### TASK GOAL
This exercise calls for the records to be returned exactly, with images removed.

### INPUT

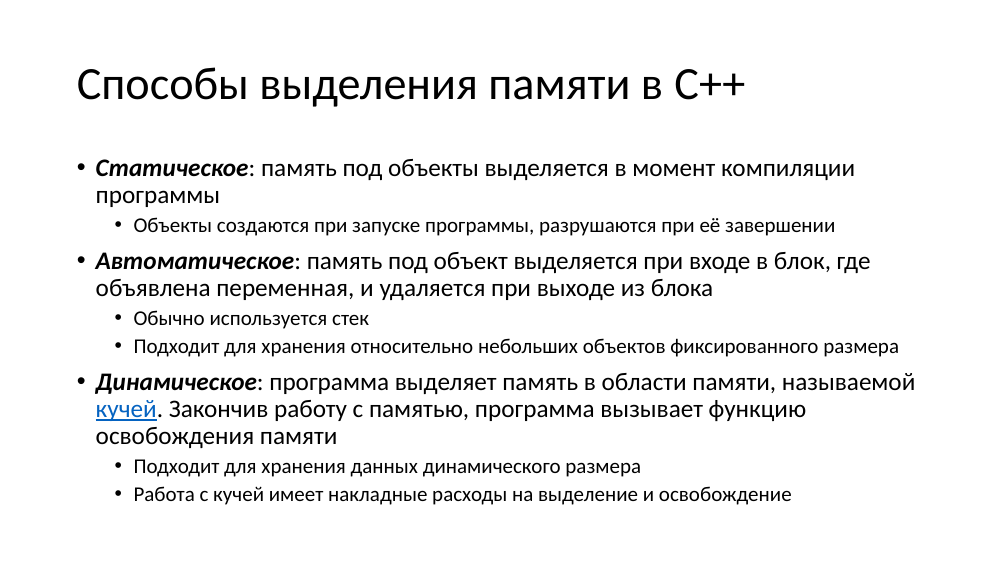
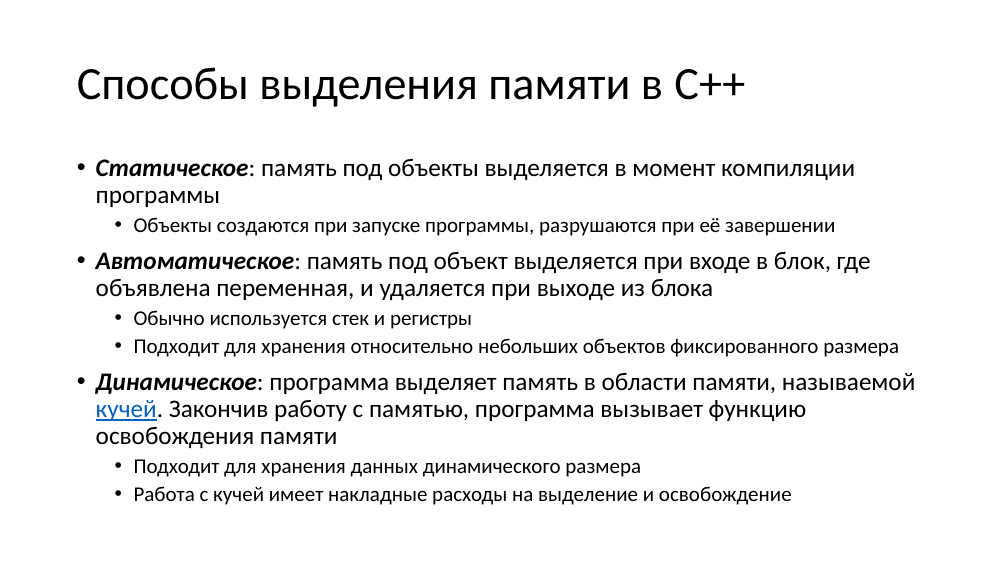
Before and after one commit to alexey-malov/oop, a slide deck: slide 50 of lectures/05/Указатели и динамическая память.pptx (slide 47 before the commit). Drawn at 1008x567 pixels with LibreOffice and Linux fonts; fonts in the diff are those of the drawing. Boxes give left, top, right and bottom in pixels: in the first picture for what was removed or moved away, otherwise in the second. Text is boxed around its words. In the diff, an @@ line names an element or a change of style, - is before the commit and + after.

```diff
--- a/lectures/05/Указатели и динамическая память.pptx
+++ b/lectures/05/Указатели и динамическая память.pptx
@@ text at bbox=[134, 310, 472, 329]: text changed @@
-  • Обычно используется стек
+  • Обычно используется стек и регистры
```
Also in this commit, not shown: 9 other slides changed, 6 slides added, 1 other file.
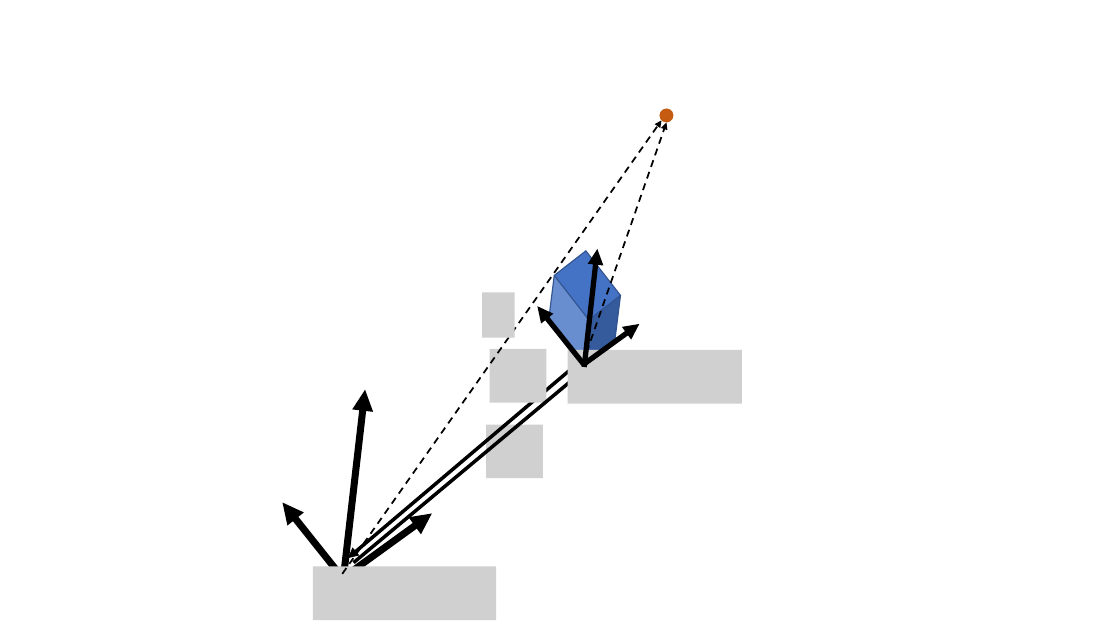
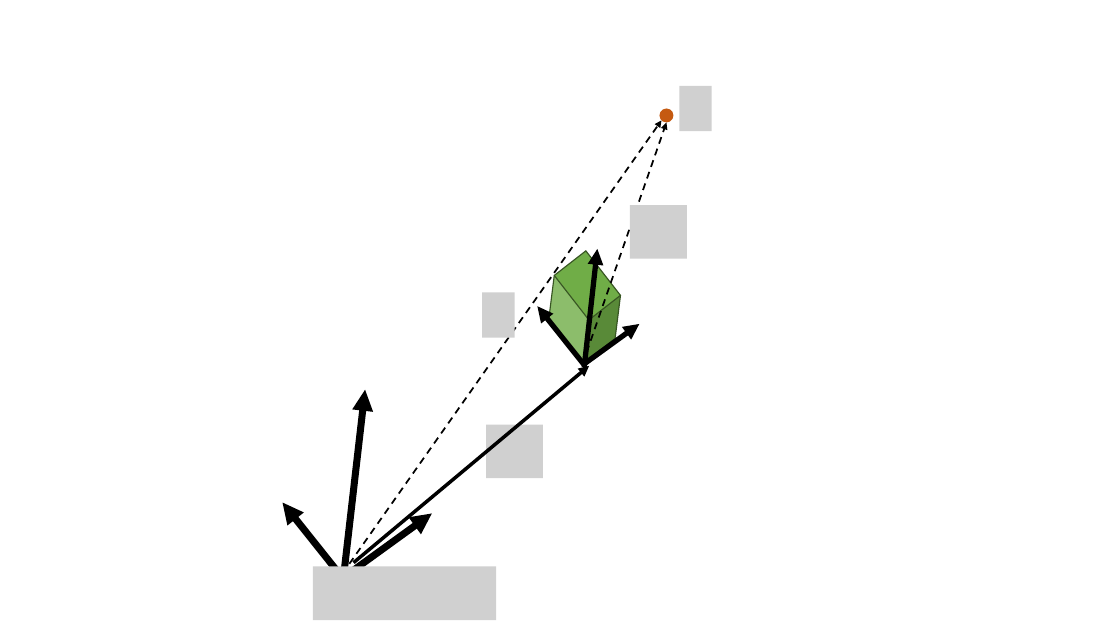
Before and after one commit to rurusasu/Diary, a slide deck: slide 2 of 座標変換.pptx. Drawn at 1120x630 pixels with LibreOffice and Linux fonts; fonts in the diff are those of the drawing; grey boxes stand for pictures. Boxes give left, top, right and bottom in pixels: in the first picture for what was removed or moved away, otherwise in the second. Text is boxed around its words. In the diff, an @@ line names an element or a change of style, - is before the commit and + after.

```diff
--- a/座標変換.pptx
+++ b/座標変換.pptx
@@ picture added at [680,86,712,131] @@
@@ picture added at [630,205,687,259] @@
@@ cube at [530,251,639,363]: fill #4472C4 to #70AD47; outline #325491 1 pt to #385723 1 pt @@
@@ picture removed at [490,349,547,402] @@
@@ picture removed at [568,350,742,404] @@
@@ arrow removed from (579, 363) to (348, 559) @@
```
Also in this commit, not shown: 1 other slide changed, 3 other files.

### EXERCISE RESULT
Before and after one commit to alexey-malov/oop, a slide deck: slide 50 of lectures/05/Указатели и динамическая память.pptx (slide 47 before the commit). Drawn at 1008x567 pixels with LibreOffice and Linux fonts; fonts in the diff are those of the drawing. Boxes give left, top, right and bottom in pixels: in the first picture for what was removed or moved away, otherwise in the second. Text is boxed around its words. In the diff, an @@ line names an element or a change of style, - is before the commit and + after.

```diff
--- a/lectures/05/Указатели и динамическая память.pptx
+++ b/lectures/05/Указатели и динамическая память.pptx
@@ text at bbox=[134, 310, 472, 329]: text changed @@
-  • Обычно используется стек
+  • Обычно используется стек и регистры
```
Also in this commit, not shown: 9 other slides changed, 6 slides added, 1 other file.
Before and after one commit to rurusasu/Diary, a slide deck: slide 2 of 座標変換.pptx. Drawn at 1120x630 pixels with LibreOffice and Linux fonts; fonts in the diff are those of the drawing; grey boxes stand for pictures. Boxes give left, top, right and bottom in pixels: in the first picture for what was removed or moved away, otherwise in the second. Text is boxed around its words. In the diff, an @@ line names an element or a change of style, - is before the commit and + after.

```diff
--- a/座標変換.pptx
+++ b/座標変換.pptx
@@ picture added at [680,86,712,131] @@
@@ picture added at [630,205,687,259] @@
@@ cube at [530,251,639,363]: fill #4472C4 to #70AD47; outline #325491 1 pt to #385723 1 pt @@
@@ picture removed at [490,349,547,402] @@
@@ picture removed at [568,350,742,404] @@
@@ arrow removed from (579, 363) to (348, 559) @@
```
Also in this commit, not shown: 1 other slide changed, 3 other files.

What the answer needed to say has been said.